====== PROVIDED INFORMATION

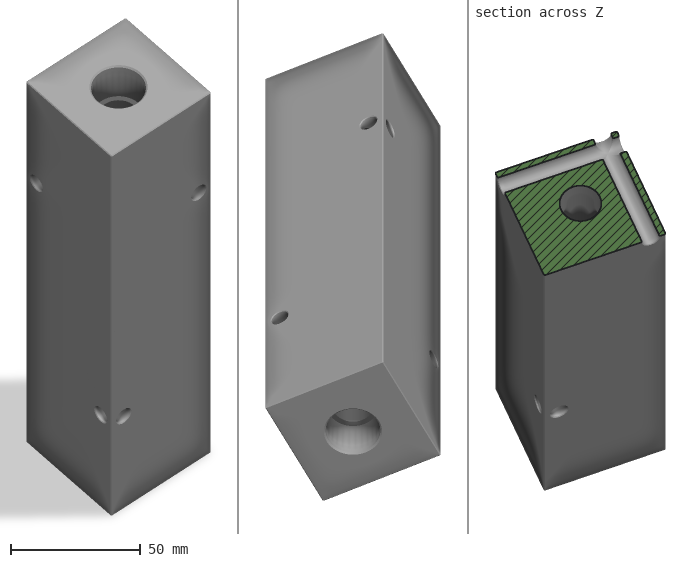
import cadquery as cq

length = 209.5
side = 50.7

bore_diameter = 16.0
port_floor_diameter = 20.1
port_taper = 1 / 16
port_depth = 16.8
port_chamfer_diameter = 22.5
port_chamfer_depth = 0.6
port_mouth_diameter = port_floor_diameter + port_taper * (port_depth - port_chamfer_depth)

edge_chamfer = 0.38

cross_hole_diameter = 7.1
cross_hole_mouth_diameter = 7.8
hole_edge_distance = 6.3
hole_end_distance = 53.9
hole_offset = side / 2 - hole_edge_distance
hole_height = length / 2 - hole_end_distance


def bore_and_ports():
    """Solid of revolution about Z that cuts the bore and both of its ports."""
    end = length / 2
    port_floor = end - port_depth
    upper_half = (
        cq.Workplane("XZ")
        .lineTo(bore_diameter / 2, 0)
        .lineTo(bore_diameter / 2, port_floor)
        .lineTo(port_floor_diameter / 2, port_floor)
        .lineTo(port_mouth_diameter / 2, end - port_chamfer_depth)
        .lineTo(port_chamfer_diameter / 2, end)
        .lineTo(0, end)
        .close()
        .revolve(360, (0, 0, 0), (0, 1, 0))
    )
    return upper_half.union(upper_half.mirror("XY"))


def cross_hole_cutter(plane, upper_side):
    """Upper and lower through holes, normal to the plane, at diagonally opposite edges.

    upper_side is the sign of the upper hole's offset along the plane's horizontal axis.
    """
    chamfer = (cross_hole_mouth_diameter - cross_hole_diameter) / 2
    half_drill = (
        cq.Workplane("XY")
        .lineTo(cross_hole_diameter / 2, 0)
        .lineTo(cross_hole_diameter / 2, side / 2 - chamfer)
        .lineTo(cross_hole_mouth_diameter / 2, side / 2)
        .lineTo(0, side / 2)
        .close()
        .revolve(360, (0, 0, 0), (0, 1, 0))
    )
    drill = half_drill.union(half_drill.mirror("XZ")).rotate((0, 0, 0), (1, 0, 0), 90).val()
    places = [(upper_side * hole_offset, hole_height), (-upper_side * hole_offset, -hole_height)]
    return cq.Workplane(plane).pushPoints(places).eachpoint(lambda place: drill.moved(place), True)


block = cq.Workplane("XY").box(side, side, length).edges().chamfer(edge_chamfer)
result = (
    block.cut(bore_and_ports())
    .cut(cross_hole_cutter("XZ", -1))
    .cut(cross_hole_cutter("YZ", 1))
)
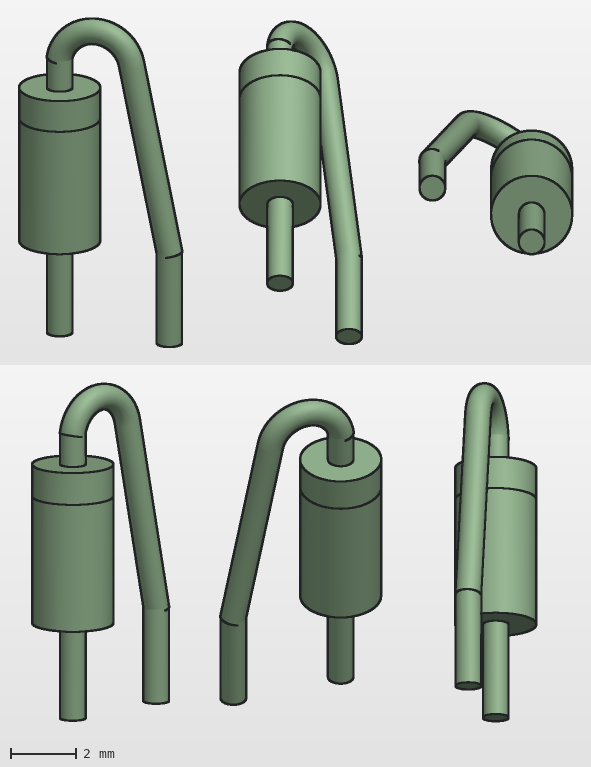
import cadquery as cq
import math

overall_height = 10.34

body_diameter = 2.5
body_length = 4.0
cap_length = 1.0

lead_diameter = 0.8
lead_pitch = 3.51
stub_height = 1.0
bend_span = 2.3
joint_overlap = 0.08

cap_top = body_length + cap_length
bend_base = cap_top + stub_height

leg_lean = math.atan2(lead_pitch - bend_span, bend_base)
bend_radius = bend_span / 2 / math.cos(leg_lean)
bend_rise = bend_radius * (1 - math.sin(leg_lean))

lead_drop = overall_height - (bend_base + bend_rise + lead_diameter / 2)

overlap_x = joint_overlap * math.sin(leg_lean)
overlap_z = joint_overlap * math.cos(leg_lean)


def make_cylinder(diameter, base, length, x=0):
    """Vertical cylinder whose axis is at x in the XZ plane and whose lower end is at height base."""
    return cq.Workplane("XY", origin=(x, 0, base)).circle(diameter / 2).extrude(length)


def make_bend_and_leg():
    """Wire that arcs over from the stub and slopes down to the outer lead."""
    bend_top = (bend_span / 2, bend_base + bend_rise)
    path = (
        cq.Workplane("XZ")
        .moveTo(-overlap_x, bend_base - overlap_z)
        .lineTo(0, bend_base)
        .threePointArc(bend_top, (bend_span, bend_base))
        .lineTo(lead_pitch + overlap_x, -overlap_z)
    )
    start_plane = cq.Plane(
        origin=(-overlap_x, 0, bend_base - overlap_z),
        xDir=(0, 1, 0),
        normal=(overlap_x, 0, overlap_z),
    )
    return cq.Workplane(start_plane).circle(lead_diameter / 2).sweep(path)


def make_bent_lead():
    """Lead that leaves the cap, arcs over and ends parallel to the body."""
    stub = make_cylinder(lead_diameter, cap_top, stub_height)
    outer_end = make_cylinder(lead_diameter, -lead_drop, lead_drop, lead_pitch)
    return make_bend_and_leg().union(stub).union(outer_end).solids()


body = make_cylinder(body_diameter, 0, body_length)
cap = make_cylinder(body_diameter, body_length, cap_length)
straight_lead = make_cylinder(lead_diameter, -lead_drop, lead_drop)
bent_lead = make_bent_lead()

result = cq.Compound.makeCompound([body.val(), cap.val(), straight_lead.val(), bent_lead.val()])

============
====== PROVIDED INFORMATION

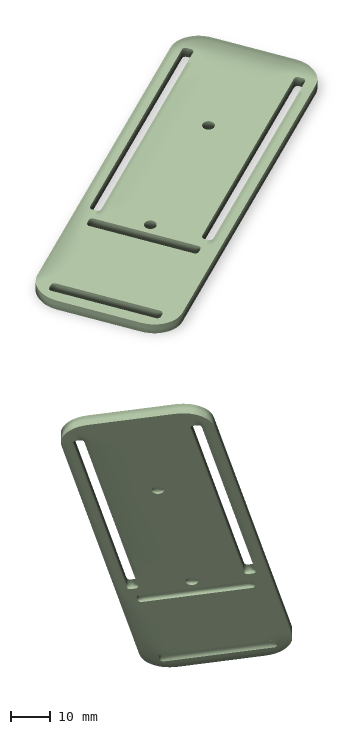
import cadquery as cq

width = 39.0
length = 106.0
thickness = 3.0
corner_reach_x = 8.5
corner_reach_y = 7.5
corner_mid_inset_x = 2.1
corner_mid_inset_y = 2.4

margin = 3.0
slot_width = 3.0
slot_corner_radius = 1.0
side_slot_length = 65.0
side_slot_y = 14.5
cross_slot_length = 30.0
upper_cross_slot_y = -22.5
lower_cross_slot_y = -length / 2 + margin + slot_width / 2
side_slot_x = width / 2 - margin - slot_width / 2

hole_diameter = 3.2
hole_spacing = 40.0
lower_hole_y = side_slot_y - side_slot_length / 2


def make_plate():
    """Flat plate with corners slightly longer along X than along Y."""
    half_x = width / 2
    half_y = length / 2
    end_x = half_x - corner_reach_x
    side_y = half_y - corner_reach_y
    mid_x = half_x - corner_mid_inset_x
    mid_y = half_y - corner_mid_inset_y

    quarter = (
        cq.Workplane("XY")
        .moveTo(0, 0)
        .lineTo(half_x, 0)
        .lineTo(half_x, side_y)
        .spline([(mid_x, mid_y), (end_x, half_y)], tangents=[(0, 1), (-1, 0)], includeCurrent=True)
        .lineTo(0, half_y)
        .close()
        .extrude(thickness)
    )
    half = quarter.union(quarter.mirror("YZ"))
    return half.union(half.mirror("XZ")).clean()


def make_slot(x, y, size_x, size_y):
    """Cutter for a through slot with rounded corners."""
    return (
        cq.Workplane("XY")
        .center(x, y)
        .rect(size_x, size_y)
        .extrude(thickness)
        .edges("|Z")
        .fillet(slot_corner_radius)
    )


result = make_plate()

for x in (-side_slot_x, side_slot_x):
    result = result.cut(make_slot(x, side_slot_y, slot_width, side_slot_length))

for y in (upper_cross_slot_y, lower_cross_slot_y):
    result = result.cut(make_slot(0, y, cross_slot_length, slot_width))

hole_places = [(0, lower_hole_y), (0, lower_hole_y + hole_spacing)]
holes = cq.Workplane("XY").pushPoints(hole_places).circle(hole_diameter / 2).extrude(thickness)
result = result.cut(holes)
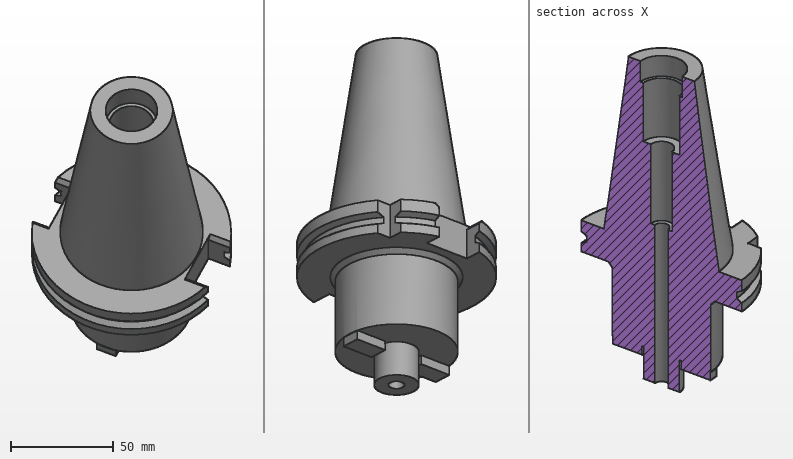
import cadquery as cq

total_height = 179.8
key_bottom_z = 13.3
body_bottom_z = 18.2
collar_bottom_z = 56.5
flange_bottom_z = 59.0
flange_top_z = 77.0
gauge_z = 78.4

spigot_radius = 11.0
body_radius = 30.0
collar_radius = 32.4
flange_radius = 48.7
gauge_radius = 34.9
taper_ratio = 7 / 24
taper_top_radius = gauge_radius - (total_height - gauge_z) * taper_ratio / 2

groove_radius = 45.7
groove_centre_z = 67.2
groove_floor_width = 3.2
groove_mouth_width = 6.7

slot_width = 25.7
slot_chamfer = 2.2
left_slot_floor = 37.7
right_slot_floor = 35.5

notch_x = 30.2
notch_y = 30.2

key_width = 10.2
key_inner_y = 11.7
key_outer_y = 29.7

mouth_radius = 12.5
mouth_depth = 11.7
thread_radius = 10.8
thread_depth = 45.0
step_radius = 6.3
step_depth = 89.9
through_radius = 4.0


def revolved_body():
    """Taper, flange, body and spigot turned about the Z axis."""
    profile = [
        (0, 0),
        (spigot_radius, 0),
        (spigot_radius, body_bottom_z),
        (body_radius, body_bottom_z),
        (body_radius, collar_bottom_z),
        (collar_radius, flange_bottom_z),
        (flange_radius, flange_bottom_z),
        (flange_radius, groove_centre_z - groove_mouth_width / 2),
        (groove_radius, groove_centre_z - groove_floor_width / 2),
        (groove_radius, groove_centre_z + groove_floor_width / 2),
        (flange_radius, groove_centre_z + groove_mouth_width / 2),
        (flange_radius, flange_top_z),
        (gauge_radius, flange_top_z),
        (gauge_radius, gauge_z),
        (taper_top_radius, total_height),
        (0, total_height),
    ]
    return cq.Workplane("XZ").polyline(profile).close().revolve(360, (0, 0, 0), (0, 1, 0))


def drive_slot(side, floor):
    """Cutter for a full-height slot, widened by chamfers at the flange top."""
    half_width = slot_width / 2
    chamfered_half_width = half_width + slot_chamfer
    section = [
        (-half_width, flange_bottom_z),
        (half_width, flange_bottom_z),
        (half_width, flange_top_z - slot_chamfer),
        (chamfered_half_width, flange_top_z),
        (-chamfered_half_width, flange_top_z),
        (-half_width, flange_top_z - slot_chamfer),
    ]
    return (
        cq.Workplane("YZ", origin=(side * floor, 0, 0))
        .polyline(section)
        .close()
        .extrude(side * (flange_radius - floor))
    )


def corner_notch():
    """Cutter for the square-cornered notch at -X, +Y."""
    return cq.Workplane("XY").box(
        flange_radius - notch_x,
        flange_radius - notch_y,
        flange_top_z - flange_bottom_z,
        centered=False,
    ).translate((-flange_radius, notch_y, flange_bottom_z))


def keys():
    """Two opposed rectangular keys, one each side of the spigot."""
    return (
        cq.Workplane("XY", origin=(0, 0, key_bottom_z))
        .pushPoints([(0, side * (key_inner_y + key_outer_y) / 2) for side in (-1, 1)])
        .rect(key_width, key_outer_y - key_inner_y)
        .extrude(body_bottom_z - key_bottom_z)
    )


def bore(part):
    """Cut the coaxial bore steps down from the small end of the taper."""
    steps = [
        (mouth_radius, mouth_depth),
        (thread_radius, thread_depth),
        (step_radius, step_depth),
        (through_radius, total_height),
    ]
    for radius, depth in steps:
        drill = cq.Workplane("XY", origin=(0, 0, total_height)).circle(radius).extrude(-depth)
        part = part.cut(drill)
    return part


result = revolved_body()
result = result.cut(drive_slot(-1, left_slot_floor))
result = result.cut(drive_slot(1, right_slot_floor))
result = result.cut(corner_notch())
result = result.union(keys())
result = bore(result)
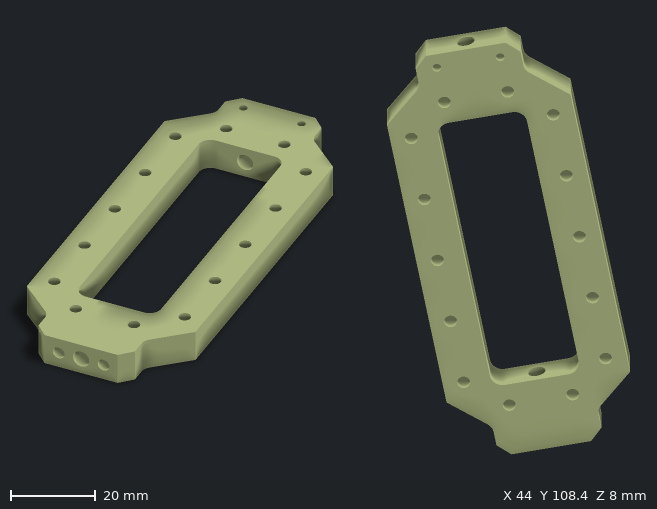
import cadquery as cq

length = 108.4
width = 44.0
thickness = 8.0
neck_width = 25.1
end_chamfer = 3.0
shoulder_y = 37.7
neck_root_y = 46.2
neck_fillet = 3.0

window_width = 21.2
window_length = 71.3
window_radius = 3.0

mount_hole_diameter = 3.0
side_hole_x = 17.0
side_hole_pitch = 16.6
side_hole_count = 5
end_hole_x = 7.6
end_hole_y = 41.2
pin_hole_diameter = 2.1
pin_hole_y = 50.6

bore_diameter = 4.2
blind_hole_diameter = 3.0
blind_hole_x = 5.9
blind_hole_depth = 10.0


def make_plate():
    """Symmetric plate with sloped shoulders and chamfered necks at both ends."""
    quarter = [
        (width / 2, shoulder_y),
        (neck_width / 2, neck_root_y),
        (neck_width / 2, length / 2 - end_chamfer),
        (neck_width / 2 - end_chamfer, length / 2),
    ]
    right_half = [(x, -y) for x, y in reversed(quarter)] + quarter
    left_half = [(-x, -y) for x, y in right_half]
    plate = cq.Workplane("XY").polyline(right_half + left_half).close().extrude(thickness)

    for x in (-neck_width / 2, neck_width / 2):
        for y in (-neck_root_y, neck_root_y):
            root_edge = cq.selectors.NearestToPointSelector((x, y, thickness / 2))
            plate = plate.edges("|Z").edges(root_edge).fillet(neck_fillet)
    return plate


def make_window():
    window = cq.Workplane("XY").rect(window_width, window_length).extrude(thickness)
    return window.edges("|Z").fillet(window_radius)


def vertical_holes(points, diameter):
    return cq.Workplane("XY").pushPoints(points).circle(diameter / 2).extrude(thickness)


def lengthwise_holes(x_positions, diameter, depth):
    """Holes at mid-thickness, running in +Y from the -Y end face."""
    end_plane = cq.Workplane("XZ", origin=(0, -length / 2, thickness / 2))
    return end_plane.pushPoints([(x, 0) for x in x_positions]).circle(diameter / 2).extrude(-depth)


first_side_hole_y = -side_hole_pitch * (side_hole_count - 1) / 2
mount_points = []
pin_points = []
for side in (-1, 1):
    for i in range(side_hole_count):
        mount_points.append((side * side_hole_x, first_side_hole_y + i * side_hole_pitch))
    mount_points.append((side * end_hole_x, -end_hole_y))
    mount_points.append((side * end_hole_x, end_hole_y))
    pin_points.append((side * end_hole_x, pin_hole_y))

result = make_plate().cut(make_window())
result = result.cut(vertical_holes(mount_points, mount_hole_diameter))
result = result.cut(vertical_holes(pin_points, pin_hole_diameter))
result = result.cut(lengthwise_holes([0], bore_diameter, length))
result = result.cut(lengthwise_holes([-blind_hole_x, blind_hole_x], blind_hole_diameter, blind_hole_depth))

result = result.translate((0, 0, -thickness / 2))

============
====== PROVIDED INFORMATION

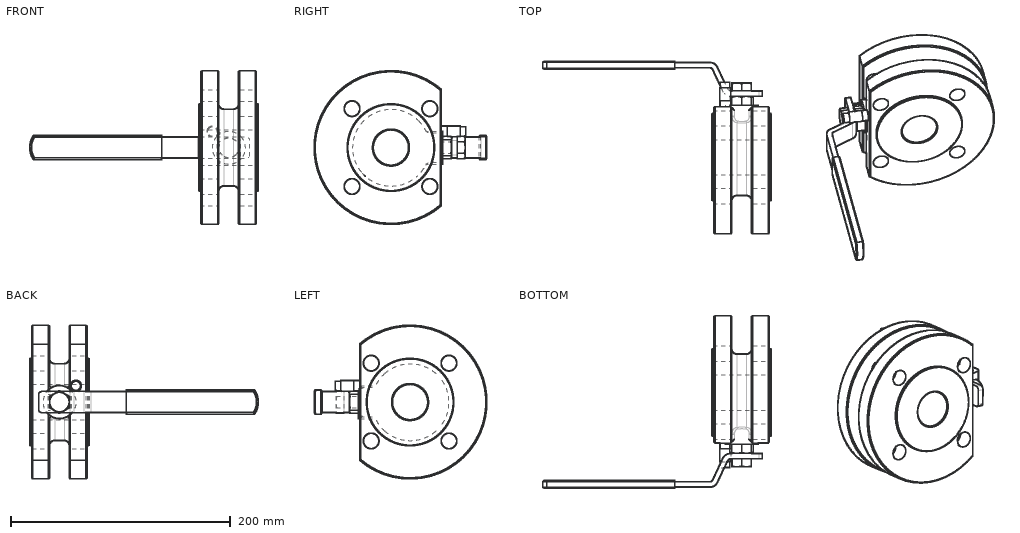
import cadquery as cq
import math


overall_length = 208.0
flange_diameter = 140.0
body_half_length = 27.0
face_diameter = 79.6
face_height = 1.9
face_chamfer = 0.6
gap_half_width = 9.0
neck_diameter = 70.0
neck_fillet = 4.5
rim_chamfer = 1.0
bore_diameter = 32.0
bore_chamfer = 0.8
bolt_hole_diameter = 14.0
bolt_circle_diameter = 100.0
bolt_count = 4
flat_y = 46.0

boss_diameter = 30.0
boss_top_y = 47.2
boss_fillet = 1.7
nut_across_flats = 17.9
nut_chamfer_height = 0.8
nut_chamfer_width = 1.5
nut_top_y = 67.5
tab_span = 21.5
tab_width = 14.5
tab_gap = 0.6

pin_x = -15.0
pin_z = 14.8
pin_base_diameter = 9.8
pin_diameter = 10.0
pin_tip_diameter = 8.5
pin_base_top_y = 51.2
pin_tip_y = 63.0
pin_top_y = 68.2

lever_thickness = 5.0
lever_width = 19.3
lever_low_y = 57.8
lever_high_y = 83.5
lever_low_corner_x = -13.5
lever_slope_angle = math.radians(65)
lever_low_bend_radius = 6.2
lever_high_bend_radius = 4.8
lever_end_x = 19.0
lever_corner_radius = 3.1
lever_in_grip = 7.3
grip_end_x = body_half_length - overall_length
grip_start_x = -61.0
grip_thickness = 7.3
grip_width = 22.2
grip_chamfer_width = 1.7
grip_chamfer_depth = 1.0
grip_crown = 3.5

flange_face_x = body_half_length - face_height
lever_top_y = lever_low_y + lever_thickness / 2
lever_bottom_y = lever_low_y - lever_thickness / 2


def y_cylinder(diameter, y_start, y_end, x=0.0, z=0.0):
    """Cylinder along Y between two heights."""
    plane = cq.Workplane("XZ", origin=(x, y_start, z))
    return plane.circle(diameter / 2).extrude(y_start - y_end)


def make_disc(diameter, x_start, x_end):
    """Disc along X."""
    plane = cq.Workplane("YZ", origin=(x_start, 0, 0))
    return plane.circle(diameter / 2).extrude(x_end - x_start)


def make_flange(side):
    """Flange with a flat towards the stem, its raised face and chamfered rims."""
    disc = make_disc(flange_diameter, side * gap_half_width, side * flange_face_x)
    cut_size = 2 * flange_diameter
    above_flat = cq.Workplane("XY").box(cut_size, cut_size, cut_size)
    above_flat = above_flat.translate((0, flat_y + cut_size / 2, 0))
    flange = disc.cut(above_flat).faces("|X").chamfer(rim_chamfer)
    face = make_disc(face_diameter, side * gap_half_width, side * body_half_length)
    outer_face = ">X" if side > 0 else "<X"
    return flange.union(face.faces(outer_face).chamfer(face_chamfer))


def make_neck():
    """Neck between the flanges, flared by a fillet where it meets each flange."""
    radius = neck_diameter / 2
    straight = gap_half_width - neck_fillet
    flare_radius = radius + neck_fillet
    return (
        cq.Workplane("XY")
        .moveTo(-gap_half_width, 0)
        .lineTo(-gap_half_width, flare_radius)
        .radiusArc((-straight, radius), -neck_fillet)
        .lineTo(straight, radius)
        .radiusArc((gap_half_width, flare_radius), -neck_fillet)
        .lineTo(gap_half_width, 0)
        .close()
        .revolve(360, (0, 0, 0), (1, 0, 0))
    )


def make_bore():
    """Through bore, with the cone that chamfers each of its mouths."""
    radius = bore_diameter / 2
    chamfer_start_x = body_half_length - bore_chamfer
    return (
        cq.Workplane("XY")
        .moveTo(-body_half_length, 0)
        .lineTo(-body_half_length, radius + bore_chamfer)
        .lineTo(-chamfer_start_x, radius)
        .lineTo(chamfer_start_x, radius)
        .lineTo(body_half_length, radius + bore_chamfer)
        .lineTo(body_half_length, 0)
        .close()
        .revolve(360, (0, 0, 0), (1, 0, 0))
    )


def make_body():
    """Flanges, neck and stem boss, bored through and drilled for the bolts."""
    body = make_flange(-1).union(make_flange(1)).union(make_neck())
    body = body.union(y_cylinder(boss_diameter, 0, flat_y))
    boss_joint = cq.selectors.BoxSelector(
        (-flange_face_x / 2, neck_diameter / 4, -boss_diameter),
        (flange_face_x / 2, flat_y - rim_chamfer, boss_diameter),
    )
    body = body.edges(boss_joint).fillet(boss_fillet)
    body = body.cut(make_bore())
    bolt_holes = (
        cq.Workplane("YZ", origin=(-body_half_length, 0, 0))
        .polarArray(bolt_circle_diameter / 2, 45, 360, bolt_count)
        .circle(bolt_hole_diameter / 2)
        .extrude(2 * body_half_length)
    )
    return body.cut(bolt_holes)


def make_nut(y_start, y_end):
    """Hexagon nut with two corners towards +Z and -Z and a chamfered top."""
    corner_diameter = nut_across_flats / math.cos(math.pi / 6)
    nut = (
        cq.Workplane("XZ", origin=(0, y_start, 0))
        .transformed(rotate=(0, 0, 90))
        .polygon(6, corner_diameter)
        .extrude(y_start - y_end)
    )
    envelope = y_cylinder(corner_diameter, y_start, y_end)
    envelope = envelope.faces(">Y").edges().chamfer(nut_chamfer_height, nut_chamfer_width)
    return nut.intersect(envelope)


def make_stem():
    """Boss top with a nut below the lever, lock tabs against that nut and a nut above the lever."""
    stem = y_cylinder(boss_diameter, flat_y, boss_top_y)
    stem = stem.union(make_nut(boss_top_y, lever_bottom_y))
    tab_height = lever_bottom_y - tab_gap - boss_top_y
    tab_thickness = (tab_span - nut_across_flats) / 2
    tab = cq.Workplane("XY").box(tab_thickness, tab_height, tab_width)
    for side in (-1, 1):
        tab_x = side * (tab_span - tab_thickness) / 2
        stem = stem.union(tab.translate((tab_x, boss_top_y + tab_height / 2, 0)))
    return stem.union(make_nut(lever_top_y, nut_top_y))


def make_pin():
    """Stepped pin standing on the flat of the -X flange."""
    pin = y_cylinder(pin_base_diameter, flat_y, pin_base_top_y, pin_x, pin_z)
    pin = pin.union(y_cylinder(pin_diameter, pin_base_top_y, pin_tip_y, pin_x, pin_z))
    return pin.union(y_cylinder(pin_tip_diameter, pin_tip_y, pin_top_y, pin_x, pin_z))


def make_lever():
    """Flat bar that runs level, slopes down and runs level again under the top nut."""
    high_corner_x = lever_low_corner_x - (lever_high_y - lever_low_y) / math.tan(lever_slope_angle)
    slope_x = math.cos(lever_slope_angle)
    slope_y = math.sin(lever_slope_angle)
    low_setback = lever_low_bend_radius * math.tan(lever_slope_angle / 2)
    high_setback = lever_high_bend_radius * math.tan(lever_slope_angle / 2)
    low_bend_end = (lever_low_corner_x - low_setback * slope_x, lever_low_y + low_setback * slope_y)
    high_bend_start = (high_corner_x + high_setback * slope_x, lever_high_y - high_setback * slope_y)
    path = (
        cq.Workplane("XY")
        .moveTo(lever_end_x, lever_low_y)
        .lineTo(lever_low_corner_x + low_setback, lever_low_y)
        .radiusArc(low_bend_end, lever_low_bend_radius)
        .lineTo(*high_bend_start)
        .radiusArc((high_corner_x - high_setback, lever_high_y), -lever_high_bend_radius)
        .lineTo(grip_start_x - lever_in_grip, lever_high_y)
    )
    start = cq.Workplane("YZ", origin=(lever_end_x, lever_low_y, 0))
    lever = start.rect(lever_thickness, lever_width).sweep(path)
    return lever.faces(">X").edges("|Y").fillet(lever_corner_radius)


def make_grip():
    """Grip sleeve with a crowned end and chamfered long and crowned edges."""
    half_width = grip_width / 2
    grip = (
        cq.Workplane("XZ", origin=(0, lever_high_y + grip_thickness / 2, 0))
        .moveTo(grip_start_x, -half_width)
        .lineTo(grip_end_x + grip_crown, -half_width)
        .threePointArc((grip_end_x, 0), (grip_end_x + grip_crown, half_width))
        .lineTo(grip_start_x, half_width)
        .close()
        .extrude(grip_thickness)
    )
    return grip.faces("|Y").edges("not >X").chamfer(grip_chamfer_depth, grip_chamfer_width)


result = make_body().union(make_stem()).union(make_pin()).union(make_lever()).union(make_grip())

============

** TASK OBJECTIVE **
Read through the lines above and collect those that contain the string "part".

** EXERCISE RESULT **
def bore(part):
        part = part.cut(drill)
    return part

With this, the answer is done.